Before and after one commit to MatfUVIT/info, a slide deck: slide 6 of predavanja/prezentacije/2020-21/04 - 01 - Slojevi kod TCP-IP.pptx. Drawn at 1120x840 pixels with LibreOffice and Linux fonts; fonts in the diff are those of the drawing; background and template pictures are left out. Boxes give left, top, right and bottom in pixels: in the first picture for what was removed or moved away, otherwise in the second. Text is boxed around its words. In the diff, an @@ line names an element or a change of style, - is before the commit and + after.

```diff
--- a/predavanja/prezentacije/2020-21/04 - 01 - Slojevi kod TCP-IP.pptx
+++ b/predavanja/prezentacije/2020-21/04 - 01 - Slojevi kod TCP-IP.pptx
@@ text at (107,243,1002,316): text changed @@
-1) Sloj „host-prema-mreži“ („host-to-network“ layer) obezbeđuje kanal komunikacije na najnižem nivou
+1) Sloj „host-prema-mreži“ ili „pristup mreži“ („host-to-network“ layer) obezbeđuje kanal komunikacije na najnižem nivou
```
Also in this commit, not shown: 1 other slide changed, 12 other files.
□ □ □
■ Problem to work on:
Could you set down every line above exactly as written?

■ Response box:
Before and after one commit to MatfUVIT/info, a slide deck: slide 6 of predavanja/prezentacije/2020-21/04 - 01 - Slojevi kod TCP-IP.pptx. Drawn at 1120x840 pixels with LibreOffice and Linux fonts; fonts in the diff are those of the drawing; background and template pictures are left out. Boxes give left, top, right and bottom in pixels: in the first picture for what was removed or moved away, otherwise in the second. Text is boxed around its words. In the diff, an @@ line names an element or a change of style, - is before the commit and + after.

```diff
--- a/predavanja/prezentacije/2020-21/04 - 01 - Slojevi kod TCP-IP.pptx
+++ b/predavanja/prezentacije/2020-21/04 - 01 - Slojevi kod TCP-IP.pptx
@@ text at (107,243,1002,316): text changed @@
-1) Sloj „host-prema-mreži“ („host-to-network“ layer) obezbeđuje kanal komunikacije na najnižem nivou
+1) Sloj „host-prema-mreži“ ili „pristup mreži“ („host-to-network“ layer) obezbeđuje kanal komunikacije na najnižem nivou
```
Also in this commit, not shown: 1 other slide changed, 12 other files.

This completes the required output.